EXERCISE INSTRUCTIONS: Which lines of the data below hold "that"? Copy each of them.

Records from a data collection

================

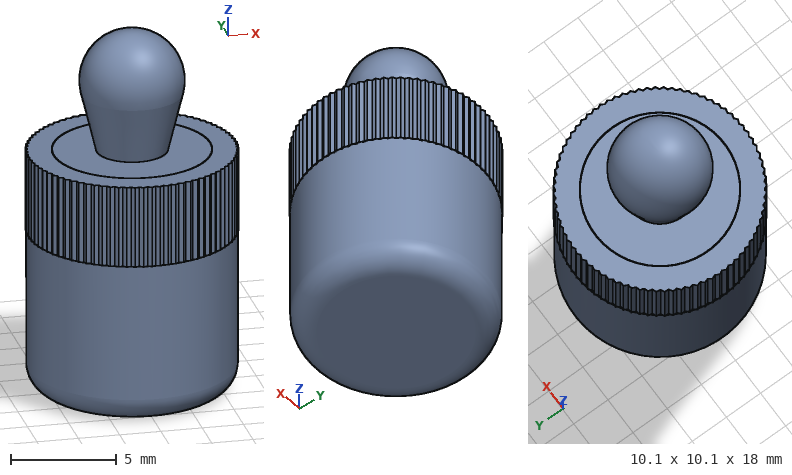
import cadquery as cq
import math

housing_diameter = 10.0
housing_height = 12.0
bottom_fillet = 1.25
collar_bottom = 8.0
knurl_tip_diameter = 10.1
knurl_depth = 0.1
knurl_teeth = 80

recess_diameter = 7.6
seal_diameter = 7.55
seal_thickness = housing_height - collar_bottom

overall_height = 18.0
ball_radius = 2.5
neck_half_angle = math.radians(14)

ball_center = overall_height - ball_radius
tangent_radius = ball_radius * math.cos(neck_half_angle)
tangent_height = ball_center - ball_radius * math.sin(neck_half_angle)
shank_radius = tangent_radius - (tangent_height - housing_height) * math.tan(neck_half_angle)


def knurled_collar():
    """Ring of V-shaped teeth along Z, with a groove on each of the X and Y axes."""
    tip_radius = knurl_tip_diameter / 2
    root_radius = tip_radius - knurl_depth
    half_pitch = math.pi / knurl_teeth
    outline = []
    for step in range(2 * knurl_teeth):
        radius = root_radius if step % 2 == 0 else tip_radius
        angle = step * half_pitch
        outline.append((radius * math.cos(angle), radius * math.sin(angle)))
    return (
        cq.Workplane("XY")
        .workplane(offset=collar_bottom)
        .polyline(outline)
        .close()
        .extrude(housing_height - collar_bottom)
    )


def make_housing():
    """Cup below the collar, with a flat-bottomed recess for the seal."""
    cup = (
        cq.Workplane("XY")
        .circle(housing_diameter / 2)
        .extrude(collar_bottom)
        .faces("<Z")
        .edges()
        .fillet(bottom_fillet)
    )
    recess = (
        cq.Workplane("XY")
        .workplane(offset=housing_height)
        .circle(recess_diameter / 2)
        .extrude(-seal_thickness)
    )
    return cup.union(knurled_collar()).cut(recess)


def make_seal():
    """Disc flush with the top of the housing, with a through hole for the pin."""
    return (
        cq.Workplane("XY")
        .workplane(offset=housing_height - seal_thickness)
        .circle(seal_diameter / 2)
        .circle(shank_radius)
        .extrude(seal_thickness)
    )


def make_pin():
    """Turned pin: shank, tapered neck and ball end."""
    shank_bottom = housing_height - seal_thickness
    return (
        cq.Workplane("XZ")
        .moveTo(0, shank_bottom)
        .lineTo(shank_radius, shank_bottom)
        .lineTo(shank_radius, housing_height)
        .lineTo(tangent_radius, tangent_height)
        .threePointArc((ball_radius, ball_center), (0, overall_height))
        .close()
        .revolve(360, (0, 0, 0), (0, 1, 0))
    )


housing = make_housing()
seal = make_seal()
pin = make_pin()

result = cq.Compound.makeCompound([housing.val(), seal.val(), pin.val()])
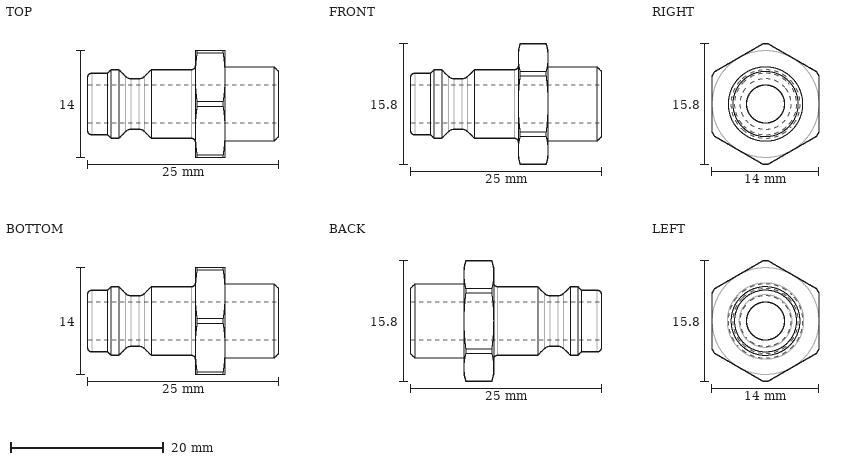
import math

import cadquery as cq

total_length = 25.0
collar_start = 2.65
collar_end = 4.1
shank_start = 8.35
hex_start = 14.1
hex_end = 18.0

bore_diameter = 4.95
neck_diameter = 6.65
nose_diameter = 8.1
collar_diameter = 9.0
thread_diameter = 9.73

nose_round = 0.6
neck_fillet = 1.0
shank_fillet = 0.5
thread_chamfer = 0.6

across_flats = 14.0
across_corners = 15.8
hex_face_diameter = 13.98
hex_chamfer_angle = 15.0

bore_radius = bore_diameter / 2
neck_radius = neck_diameter / 2
nose_radius = nose_diameter / 2
collar_radius = collar_diameter / 2
thread_radius = thread_diameter / 2
corner_radius = across_corners / 2
hex_face_radius = hex_face_diameter / 2

sin_45 = math.sqrt(0.5)
sin_22_5 = math.sin(math.radians(22.5))
cos_22_5 = math.cos(math.radians(22.5))


def turned_body():
    """Revolved nose, locking groove, shank and threaded end."""
    blend_run = neck_fillet * sin_45
    blend_rise = neck_fillet * (1 - sin_45)
    blend_top = neck_radius + blend_rise
    wall_run = collar_radius - blend_top
    front_blend = collar_end + wall_run
    rear_blend = shank_start - wall_run
    neck_start = front_blend + blend_run
    neck_end = rear_blend - blend_run
    blend_centre_radius = neck_radius + neck_fillet
    blend_mid_radius = blend_centre_radius - neck_fillet * cos_22_5

    collar_chamfer = collar_radius - nose_radius
    nose_inset = nose_round * (1 - sin_45)
    shank_end = hex_start - shank_fillet
    root_radius = collar_radius + shank_fillet

    profile = (
        cq.Workplane("XY")
        .moveTo(0, 0)
        .lineTo(0, nose_radius - nose_round)
        .threePointArc((nose_inset, nose_radius - nose_inset), (nose_round, nose_radius))
        .lineTo(collar_start, nose_radius)
        .lineTo(collar_start + collar_chamfer, collar_radius)
        .lineTo(collar_end, collar_radius)
        .lineTo(front_blend, blend_top)
        .threePointArc(
            (neck_start - neck_fillet * sin_22_5, blend_mid_radius),
            (neck_start, neck_radius),
        )
        .lineTo(neck_end, neck_radius)
        .threePointArc(
            (neck_end + neck_fillet * sin_22_5, blend_mid_radius),
            (rear_blend, blend_top),
        )
        .lineTo(shank_start, collar_radius)
        .lineTo(shank_end, collar_radius)
        .threePointArc(
            (shank_end + shank_fillet * sin_45, root_radius - shank_fillet * sin_45),
            (hex_start, root_radius),
        )
        .lineTo(hex_start, thread_radius)
        .lineTo(total_length - thread_chamfer, thread_radius)
        .lineTo(total_length, thread_radius - thread_chamfer)
        .lineTo(total_length, 0)
        .close()
    )
    return profile.revolve(360, (0, 0, 0), (1, 0, 0))


def hexagon():
    """Wrench hexagon with flats facing +Y and -Y, turned corners and conical chamfers on both faces."""
    corner_circle = across_flats / math.cos(math.radians(30))
    prism = (
        cq.Workplane("YZ", origin=(hex_start, 0, 0))
        .transformed(rotate=(0, 0, 90))
        .polygon(6, corner_circle)
        .extrude(hex_end - hex_start)
    )
    chamfer_depth = (corner_radius - hex_face_radius) * math.tan(math.radians(hex_chamfer_angle))
    envelope = (
        cq.Workplane("XY")
        .moveTo(hex_start, 0)
        .lineTo(hex_start, hex_face_radius)
        .lineTo(hex_start + chamfer_depth, corner_radius)
        .lineTo(hex_end - chamfer_depth, corner_radius)
        .lineTo(hex_end, hex_face_radius)
        .lineTo(hex_end, 0)
        .close()
        .revolve(360, (0, 0, 0), (1, 0, 0))
    )
    return prism.intersect(envelope)


def bore():
    """Straight passage along the whole length."""
    return cq.Workplane("YZ").circle(bore_radius).extrude(total_length)


result = turned_body().union(hexagon()).cut(bore())
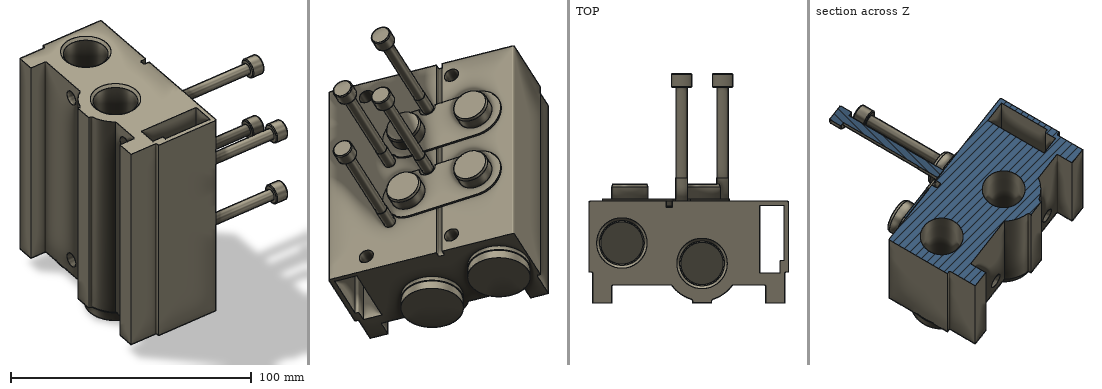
import cadquery as cq
import math


LENGTH = 100.0
HALF_WIDTH = 41.5
PORT_FACE_Y = 42.4
STEP_INSET = 1.6
STEP_Y = 12.9
FOOT_WIDTH = 8.0
CHANNEL_Y = 7.5
CORNER_RADIUS = 0.7
INNER_RADIUS = 0.5

MAIN_X = 5.5
MAIN_Y = 16.5
BULGE_RADIUS = 15.5
NOSE_HALF_WIDTH = 3.9
NOSE_Y = 0.1
NOSE_FILLET = 1.0

SIDE_BORE_X = -27.8
SIDE_BORE_Y = 25.0
BORE_CENTERS = [(SIDE_BORE_X, SIDE_BORE_Y), (MAIN_X, MAIN_Y)]

BORE_DIAMETER = 17.5
BORE_MOUTH_DIAMETER = 18.6
BORE_MOUTH_DEPTH = 21.3
BORE_RIM_DIAMETER = 21.0

WALL = 2.0
DUCT_LEFT = 29.6
DUCT_RIGHT = HALF_WIDTH - WALL
DUCT_STEP_X = DUCT_RIGHT - STEP_INSET
DUCT_BOTTOM = 12.5
DUCT_STEP_Y = 17.8
DUCT_TOP = 40.5

MOUNT_DIAMETER = 6.3
MOUNT_SPACING_X = 38.1
MOUNT_END_MARGIN = 7.4
MOUNT_SPACING_Z = LENGTH - 2 * MOUNT_END_MARGIN

GROOVE_X = -8.1
GROOVE_WIDTH = 2.5
GROOVE_DEPTH = 2.7
GROOVE_FILLET = 0.4

CAP_DIAMETER = 26.0
CAP_HEIGHT = 6.4
CAP_GROOVE_TOP = 2.0
CAP_GROOVE_WIDTH = 0.3
CAP_GROOVE_DEPTH = 0.1

PLATE_PITCH = 31.9
PLATE_CENTERS_Z = [LENGTH / 2 + PLATE_PITCH / 2, LENGTH / 2 - PLATE_PITCH / 2]
PLATE_THICKNESS = 0.9
PLATE_RADIUS = 11.4
SECOND_PORT_DX = -30.0
SECOND_PORT_DZ = 2.3
BOSS_DIAMETER = 15.1
BOSS_TOP_Y = 49.5
BOSS_HEIGHT = BOSS_TOP_Y - PORT_FACE_Y - PLATE_THICKNESS
BOSS_RIM_HEIGHT = 1.2
BOSS_RIM_INSET = 0.4
NOTCH_RADIUS = 3.6
PIN_DIAMETER = 2.3
PIN_LENGTH = 2.5
PIN_CHAMFER = 0.4

SCREW_OFFSETS = [(-8.5, 11.7), (8.5, -11.7)]
SHANK_DIAMETER = 4.8
THREAD_DIAMETER = 5.0
THREAD_LENGTH = 9.6
HEAD_DIAMETER = 8.5
HEAD_HEIGHT = 5.8
HEAD_CHAMFER = 0.4
SCREW_LENGTH = 53.0
SHANK_LENGTH = SCREW_LENGTH - HEAD_HEIGHT - THREAD_LENGTH


def cylinder_y(diameter, y, length, x=0.0, z=0.0):
    """Cylinder along +Y that starts at height y."""
    solid = cq.Solid.makeCylinder(diameter / 2, length, cq.Vector(x, y, z), cq.Vector(0, 1, 0))
    return cq.Workplane(obj=solid)


def prism(points):
    """Closed XY outline extruded over the housing length."""
    return cq.Workplane("XY").polyline(points).close().extrude(LENGTH)


def edges_at(x, y):
    """Selector for the lengthwise edge at (x, y)."""
    tolerance = 0.01
    low = (x - tolerance, y - tolerance, -1.1)
    high = (x + tolerance, y + tolerance, LENGTH + 1.1)
    return cq.selectors.BoxSelector(low, high)


def housing_blank():
    foot_outer = HALF_WIDTH - STEP_INSET
    foot_inner = foot_outer - FOOT_WIDTH
    right_half = [
        (foot_inner, CHANNEL_Y),
        (foot_inner, 0),
        (foot_outer, 0),
        (foot_outer, STEP_Y),
        (HALF_WIDTH, STEP_Y),
        (HALF_WIDTH, PORT_FACE_Y),
    ]
    left_half = [(-x, y) for x, y in reversed(right_half)]
    blank = prism(right_half + left_half)
    for side in (-1, 1):
        blank = blank.edges(edges_at(side * HALF_WIDTH, PORT_FACE_Y)).fillet(CORNER_RADIUS)
        blank = blank.edges(edges_at(side * foot_outer, STEP_Y)).fillet(INNER_RADIUS)
        blank = blank.edges(edges_at(side * foot_inner, CHANNEL_Y)).fillet(INNER_RADIUS)
    return blank


def bore_bulge():
    """Round bulge with a flat nose, below the channel floor."""
    nose_join_y = MAIN_Y - math.sqrt(BULGE_RADIUS**2 - NOSE_HALF_WIDTH**2)
    bulge = cq.Workplane("XY").center(MAIN_X, MAIN_Y).circle(BULGE_RADIUS).extrude(LENGTH)
    nose_height = MAIN_Y - NOSE_Y
    nose = (
        cq.Workplane("XY")
        .center(MAIN_X, NOSE_Y + nose_height / 2)
        .rect(2 * NOSE_HALF_WIDTH, nose_height)
        .extrude(LENGTH)
    )
    bulge = bulge.union(nose)
    for side in (-1, 1):
        bulge = bulge.edges(edges_at(MAIN_X + side * NOSE_HALF_WIDTH, nose_join_y)).fillet(NOSE_FILLET)
    return bulge


def duct():
    cutter = prism([
        (DUCT_LEFT, DUCT_BOTTOM),
        (DUCT_STEP_X, DUCT_BOTTOM),
        (DUCT_STEP_X, DUCT_STEP_Y),
        (DUCT_RIGHT, DUCT_STEP_Y),
        (DUCT_RIGHT, DUCT_TOP),
        (DUCT_LEFT, DUCT_TOP),
    ])
    return cutter.edges(edges_at(DUCT_STEP_X, DUCT_STEP_Y)).fillet(INNER_RADIUS)


def bore(x, y):
    """Stepped bore with a 45 degree countersink at the top face."""
    through = cq.Workplane("XY").center(x, y).circle(BORE_DIAMETER / 2).extrude(LENGTH)
    mouth = (
        cq.Workplane("XY", origin=(x, y, LENGTH))
        .circle(BORE_MOUTH_DIAMETER / 2)
        .extrude(-BORE_MOUTH_DEPTH)
    )
    rim_depth = (BORE_RIM_DIAMETER - BORE_MOUTH_DIAMETER) / 2
    countersink = cq.Workplane(obj=cq.Solid.makeCone(
        BORE_MOUTH_DIAMETER / 2,
        BORE_RIM_DIAMETER / 2,
        rim_depth,
        cq.Vector(x, y, LENGTH - rim_depth),
    ))
    return through.union(mouth).union(countersink)


def locating_groove():
    bottom_y = PORT_FACE_Y - GROOVE_DEPTH
    return (
        cq.Workplane("XY")
        .center(GROOVE_X, bottom_y + GROOVE_DEPTH / 2)
        .rect(GROOVE_WIDTH, GROOVE_DEPTH)
        .extrude(LENGTH)
        .edges("|Z and <Y")
        .fillet(GROOVE_FILLET)
    )


def make_housing():
    body = housing_blank().union(bore_bulge())
    body = body.cut(duct()).cut(locating_groove())
    for x, y in BORE_CENTERS:
        body = body.cut(bore(x, y))
    for side_x in (-1, 1):
        for side_z in (-1, 1):
            x = MAIN_X + side_x * MOUNT_SPACING_X / 2
            z = LENGTH / 2 + side_z * MOUNT_SPACING_Z / 2
            body = body.cut(cylinder_y(MOUNT_DIAMETER, 0, PORT_FACE_Y, x, z))
    return body


def make_cap(x, y):
    """Disc under one bore, with a fine groove around its rim."""
    cap = cq.Workplane("XY").center(x, y).circle(CAP_DIAMETER / 2).extrude(-CAP_HEIGHT)
    groove = (
        cq.Workplane("XY", origin=(x, y, -CAP_GROOVE_TOP))
        .circle(CAP_DIAMETER / 2)
        .circle(CAP_DIAMETER / 2 - CAP_GROOVE_DEPTH)
        .extrude(-CAP_GROOVE_WIDTH)
    )
    return cap.cut(groove)


def plate_web(thickness):
    """Strip between the outer tangents of the two plate discs."""
    port_distance = math.hypot(SECOND_PORT_DX, SECOND_PORT_DZ)
    normal_x = -SECOND_PORT_DZ / port_distance * PLATE_RADIUS
    normal_z = SECOND_PORT_DX / port_distance * PLATE_RADIUS
    corners = [
        (normal_x, normal_z),
        (SECOND_PORT_DX + normal_x, SECOND_PORT_DZ + normal_z),
        (SECOND_PORT_DX - normal_x, SECOND_PORT_DZ - normal_z),
        (-normal_x, -normal_z),
    ]
    return cq.Workplane("XZ").polyline(corners).close().extrude(-thickness)


def port_boss(x, z):
    boss = cylinder_y(BOSS_DIAMETER, PLATE_THICKNESS, BOSS_HEIGHT, x, z)
    return boss.faces(">Y").chamfer(BOSS_RIM_HEIGHT, BOSS_RIM_INSET)


def locating_pin():
    dx = GROOVE_X - MAIN_X
    dz = SECOND_PORT_DZ * dx / SECOND_PORT_DX
    pin = cylinder_y(PIN_DIAMETER, -PIN_LENGTH, PIN_LENGTH, dx, dz)
    return pin.faces("<Y").chamfer(PIN_CHAMFER)


def make_port_plate(center_z):
    plate = plate_web(PLATE_THICKNESS)
    ports = [(0, 0), (SECOND_PORT_DX, SECOND_PORT_DZ)]
    for x, z in ports:
        plate = plate.union(cylinder_y(2 * PLATE_RADIUS, 0, PLATE_THICKNESS, x, z))
    for x, z in SCREW_OFFSETS:
        plate = plate.cut(cylinder_y(2 * NOTCH_RADIUS, 0, PLATE_THICKNESS, x, z))
    for x, z in ports:
        plate = plate.union(port_boss(x, z))
    plate = plate.union(locating_pin())
    return plate.translate((MAIN_X, PORT_FACE_Y, center_z))


def make_screw(x, z):
    """Cap screw standing on the port face, head outward."""
    thread = cylinder_y(THREAD_DIAMETER, 0, THREAD_LENGTH)
    shank = cylinder_y(SHANK_DIAMETER, THREAD_LENGTH, SHANK_LENGTH)
    head = cylinder_y(HEAD_DIAMETER, THREAD_LENGTH + SHANK_LENGTH, HEAD_HEIGHT)
    head = head.faces("<Y or >Y").chamfer(HEAD_CHAMFER)
    return thread.union(shank).union(head).translate((x, PORT_FACE_Y, z))


housing = make_housing()
caps = [make_cap(x, y) for x, y in BORE_CENTERS]
port_plates = [make_port_plate(z) for z in PLATE_CENTERS_Z]
screws = [
    make_screw(MAIN_X + dx, z + dz)
    for z in PLATE_CENTERS_Z
    for dx, dz in SCREW_OFFSETS
]

result = cq.Compound.makeCompound(
    [body.val() for body in [housing, *caps, *port_plates, *screws]]
)
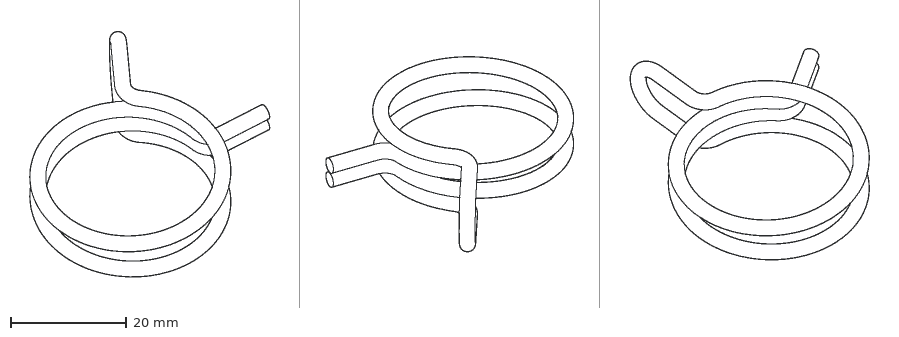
import cadquery as cq
import math

wire_diameter = 2.8
ring_outer_diameter = 34.85
overall_height = 12.4
tail_height = 1.45
tail_end_radius = 28.2
leg_tilt = 30.0
coil_end_tilt = 20.0

wire_radius = wire_diameter / 2
coil_radius = (ring_outer_diameter - wire_diameter) / 2
hairpin_radius = (overall_height - wire_diameter) / 2
hairpin_tip_radius = 2 * coil_radius

bend_sine = math.sin(math.radians(leg_tilt - coil_end_tilt))
bend_radius = coil_radius * bend_sine / (1 - bend_sine)
bend_center_radius = coil_radius + bend_radius
leg_start_radius = math.sqrt(bend_center_radius**2 - bend_radius**2)

coil_sweep = 360 + 2 * coil_end_tilt
coil_rise = hairpin_radius - tail_height
coil_pitch = coil_rise * 360 / coil_sweep


def polar(radius, tilt, z):
    """Point at a distance from the coil axis, tilted from +Y toward +X."""
    angle = math.radians(tilt)
    return cq.Vector(radius * math.sin(angle), radius * math.cos(angle), z)


def bend(side, z):
    """Arc from the coil end to the leg start; side is +1 for +X and -1 for -X."""
    center = polar(bend_center_radius, side * coil_end_tilt, z)
    coil_end = polar(coil_radius, side * coil_end_tilt, z)
    leg_start = polar(leg_start_radius, side * leg_tilt, z)
    toward_middle = ((coil_end - center) + (leg_start - center)).normalized()
    return cq.Edge.makeThreePointArc(coil_end, center + toward_middle * bend_radius, leg_start)


def leg(side, z, end_radius):
    return cq.Edge.makeLine(
        polar(leg_start_radius, side * leg_tilt, z), polar(end_radius, side * leg_tilt, z)
    )


def sweep_wire(edges, side, z):
    """Sweep the round section along edges that start at the coil end on the given side."""
    section_plane = cq.Plane(
        origin=polar(coil_radius, side * coil_end_tilt, z).toTuple(),
        xDir=(0, 0, 1),
        normal=polar(1, side * (coil_end_tilt + 90), 0).toTuple(),
    )
    path = cq.Workplane(obj=cq.Wire.assembleEdges(edges))
    return cq.Workplane(section_plane).circle(wire_radius).sweep(path, isFrenet=True)


def make_coil():
    """Upper coil, rising counterclockwise from the tail bend to the handle bend."""
    helix = cq.Wire.makeHelix(coil_pitch, coil_rise, coil_radius)
    helix = helix.rotate(cq.Vector(0, 0, 0), cq.Vector(0, 0, 1), 90 - coil_end_tilt)
    helix = helix.translate(cq.Vector(0, 0, tail_height))
    return sweep_wire(helix.Edges(), 1, tail_height)


def make_tail():
    return sweep_wire([bend(1, tail_height), leg(1, tail_height, tail_end_radius)], 1, tail_height)


def make_handle_half():
    """Upper half of the hairpin handle, ending at its tip on the mid-plane."""
    turn_start_radius = hairpin_tip_radius - hairpin_radius
    turn_offset = hairpin_radius * math.sqrt(0.5)
    turn = cq.Edge.makeThreePointArc(
        polar(turn_start_radius, -leg_tilt, hairpin_radius),
        polar(turn_start_radius + turn_offset, -leg_tilt, turn_offset),
        polar(hairpin_tip_radius, -leg_tilt, 0),
    )
    edges = [bend(-1, hairpin_radius), leg(-1, hairpin_radius, turn_start_radius), turn]
    return sweep_wire(edges, -1, hairpin_radius)


upper_half = make_coil().union(make_tail()).union(make_handle_half())
result = upper_half.union(upper_half.mirror("XY"))

================

FINISHED EXERCISE:
    """Cylinder along +Y that starts at height y."""
    """Sweep the round section along edges that start at the coil end on the given side."""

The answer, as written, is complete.